Since GMM is a generative model, we can get the log likelihood of the model generating this data.

estimators["full"].score(X_train)

-5.073780282241252

It’s possible to do model selection, i.e., selecting the appropriate covariance type and the number of components based on Akaike Information Criterion (AIC) or Bayesian Information Criterion (BIC) which penalize complex models.

n_components = range(1, 15)

gmm_models = [GaussianMixture(n_components=k).fit(X_train) for k in n_components]
aic_scores = [model.aic(X_train) for model in gmm_models]
bic_scores = [model.bic(X_train) for model in gmm_models]

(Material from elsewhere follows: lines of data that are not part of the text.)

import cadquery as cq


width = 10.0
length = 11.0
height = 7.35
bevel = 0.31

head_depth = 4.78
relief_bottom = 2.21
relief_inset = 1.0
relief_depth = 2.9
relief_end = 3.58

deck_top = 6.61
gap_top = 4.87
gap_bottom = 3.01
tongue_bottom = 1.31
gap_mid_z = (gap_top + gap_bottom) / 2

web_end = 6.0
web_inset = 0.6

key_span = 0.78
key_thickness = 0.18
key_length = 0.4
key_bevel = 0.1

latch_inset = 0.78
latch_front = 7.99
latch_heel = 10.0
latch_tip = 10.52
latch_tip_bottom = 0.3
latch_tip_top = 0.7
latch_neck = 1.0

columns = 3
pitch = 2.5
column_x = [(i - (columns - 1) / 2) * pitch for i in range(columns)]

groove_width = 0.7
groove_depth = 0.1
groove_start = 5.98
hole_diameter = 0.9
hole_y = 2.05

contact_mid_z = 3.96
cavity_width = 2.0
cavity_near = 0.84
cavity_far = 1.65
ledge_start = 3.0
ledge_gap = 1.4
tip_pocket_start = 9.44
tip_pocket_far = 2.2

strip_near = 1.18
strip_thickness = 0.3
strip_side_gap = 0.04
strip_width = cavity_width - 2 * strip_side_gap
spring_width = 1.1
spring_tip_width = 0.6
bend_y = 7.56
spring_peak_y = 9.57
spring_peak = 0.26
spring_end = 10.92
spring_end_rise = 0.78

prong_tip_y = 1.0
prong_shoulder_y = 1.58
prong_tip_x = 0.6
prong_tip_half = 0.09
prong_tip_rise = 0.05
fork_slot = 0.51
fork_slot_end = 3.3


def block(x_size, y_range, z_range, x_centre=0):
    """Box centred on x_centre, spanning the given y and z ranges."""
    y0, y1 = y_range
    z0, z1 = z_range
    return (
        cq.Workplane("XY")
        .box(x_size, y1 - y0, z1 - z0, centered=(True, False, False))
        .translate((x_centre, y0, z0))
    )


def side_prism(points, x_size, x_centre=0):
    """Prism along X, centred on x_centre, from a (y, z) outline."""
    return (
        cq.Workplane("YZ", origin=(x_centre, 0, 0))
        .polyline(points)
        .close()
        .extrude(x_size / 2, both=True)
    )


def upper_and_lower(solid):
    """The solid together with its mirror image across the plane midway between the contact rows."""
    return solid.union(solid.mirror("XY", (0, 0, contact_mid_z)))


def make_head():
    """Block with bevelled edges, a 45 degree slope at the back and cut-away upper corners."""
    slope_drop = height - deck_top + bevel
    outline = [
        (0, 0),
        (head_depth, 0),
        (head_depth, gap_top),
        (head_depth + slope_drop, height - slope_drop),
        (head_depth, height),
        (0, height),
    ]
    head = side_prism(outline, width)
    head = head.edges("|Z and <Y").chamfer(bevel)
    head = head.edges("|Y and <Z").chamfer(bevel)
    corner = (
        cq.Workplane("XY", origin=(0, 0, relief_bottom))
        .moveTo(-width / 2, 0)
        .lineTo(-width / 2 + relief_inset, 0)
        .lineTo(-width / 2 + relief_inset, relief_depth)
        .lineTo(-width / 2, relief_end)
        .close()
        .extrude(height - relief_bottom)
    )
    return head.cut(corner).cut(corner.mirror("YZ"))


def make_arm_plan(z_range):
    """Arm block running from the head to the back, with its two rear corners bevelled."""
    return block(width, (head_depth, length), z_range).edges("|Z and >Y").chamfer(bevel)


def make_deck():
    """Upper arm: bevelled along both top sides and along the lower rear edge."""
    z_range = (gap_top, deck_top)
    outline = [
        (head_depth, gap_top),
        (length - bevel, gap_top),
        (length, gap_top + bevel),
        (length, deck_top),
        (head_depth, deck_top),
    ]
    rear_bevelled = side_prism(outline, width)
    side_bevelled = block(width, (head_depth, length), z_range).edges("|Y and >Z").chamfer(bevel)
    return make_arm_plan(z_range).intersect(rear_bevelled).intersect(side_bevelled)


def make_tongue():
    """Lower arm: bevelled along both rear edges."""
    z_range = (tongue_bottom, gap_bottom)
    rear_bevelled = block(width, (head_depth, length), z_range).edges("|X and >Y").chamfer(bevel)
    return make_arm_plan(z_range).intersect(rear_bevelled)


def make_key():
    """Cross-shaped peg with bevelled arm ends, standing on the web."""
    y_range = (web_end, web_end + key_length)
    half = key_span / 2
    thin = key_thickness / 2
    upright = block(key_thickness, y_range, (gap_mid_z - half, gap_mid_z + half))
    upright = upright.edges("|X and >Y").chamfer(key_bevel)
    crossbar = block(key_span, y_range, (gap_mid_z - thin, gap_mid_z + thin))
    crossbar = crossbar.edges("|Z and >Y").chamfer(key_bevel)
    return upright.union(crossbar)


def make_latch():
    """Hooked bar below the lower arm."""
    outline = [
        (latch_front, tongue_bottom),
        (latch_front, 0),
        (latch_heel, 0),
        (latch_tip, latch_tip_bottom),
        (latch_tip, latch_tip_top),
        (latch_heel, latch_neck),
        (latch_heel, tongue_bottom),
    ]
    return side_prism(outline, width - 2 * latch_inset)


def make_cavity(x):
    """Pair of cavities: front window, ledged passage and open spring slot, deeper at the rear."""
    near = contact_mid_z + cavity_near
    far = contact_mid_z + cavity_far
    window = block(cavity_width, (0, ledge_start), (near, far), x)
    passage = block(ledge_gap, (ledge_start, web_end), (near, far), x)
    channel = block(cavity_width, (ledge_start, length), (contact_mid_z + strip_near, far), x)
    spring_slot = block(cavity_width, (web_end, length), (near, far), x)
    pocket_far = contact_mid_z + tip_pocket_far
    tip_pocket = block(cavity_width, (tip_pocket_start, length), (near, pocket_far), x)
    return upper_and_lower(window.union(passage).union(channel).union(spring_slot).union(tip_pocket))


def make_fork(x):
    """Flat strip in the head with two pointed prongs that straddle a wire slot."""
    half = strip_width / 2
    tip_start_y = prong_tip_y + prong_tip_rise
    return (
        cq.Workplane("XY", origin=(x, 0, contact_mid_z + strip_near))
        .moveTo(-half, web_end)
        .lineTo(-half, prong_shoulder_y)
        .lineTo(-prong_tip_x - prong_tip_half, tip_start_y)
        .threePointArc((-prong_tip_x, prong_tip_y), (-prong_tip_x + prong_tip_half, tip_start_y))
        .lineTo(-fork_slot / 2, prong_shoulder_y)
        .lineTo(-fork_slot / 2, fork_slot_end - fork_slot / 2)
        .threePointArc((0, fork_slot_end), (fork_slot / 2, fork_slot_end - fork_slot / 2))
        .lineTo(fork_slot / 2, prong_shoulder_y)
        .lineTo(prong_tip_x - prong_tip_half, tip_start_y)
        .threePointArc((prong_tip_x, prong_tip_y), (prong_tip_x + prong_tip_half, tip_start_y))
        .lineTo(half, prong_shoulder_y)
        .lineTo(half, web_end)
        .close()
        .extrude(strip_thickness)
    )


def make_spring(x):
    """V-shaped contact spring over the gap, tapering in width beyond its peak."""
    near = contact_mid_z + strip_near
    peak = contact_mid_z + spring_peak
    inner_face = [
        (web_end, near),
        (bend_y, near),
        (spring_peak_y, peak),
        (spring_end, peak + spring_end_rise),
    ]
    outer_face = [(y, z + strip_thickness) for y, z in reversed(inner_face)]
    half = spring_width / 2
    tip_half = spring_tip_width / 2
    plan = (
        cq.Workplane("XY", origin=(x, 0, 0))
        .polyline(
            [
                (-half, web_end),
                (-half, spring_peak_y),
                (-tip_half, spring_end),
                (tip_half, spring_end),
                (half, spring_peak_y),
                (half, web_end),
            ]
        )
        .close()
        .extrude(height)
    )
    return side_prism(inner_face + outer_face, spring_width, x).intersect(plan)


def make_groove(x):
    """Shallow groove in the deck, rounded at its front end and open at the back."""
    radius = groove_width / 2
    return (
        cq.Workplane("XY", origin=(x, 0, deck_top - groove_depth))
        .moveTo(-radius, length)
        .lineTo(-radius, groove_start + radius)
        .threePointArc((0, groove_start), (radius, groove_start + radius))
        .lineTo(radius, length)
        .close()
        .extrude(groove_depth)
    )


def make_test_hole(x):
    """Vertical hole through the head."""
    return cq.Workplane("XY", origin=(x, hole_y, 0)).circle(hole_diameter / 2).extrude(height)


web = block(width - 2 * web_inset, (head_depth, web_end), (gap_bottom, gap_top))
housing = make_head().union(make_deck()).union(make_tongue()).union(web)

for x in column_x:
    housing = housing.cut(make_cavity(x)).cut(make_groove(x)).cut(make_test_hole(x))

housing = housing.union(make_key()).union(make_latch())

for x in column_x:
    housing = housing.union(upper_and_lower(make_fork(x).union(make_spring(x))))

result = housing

data = np.vstack([n_components, aic_scores, bic_scores]).T
pd.DataFrame(data, columns=["n_components", "aic", "bic"])
np.argmin(bic_scores)
plt.plot(n_components, bic_scores, label="BIC")
plt.plot(n_components, aic_scores, label="AIC")
plt.legend(loc="best")
plt.xlabel("n_components");

../_images/e6c80049dbbd258b0b958a120956de4ea837a3ddd2ad248cd07f668b354c6bbe.png

Clustering with Gaussian mixture models

Gaussian mixture models model the distribution of data as a mixture of \(k\) Gaussian components.
Each Gaussian has a different mean vector and co-variance matrix and a weight associated with it, which control its location, shape, and complexity.
You can control and shape and complexity of the Gaussians by restricting the covariance matrix. There are four common ways to do this in sklearn: spherical, diag, tied, full
Gaussian mixture models are a probabilistic model; they assign a probability to each data point belonging to each cluster. In sklearn, we can access these soft assignments using predict_proba scores.
The model also gives us the log likelihood of fitting the data. It’s possible to calculate AIC and BIC scores and pick the number of components where these scores are the lowest.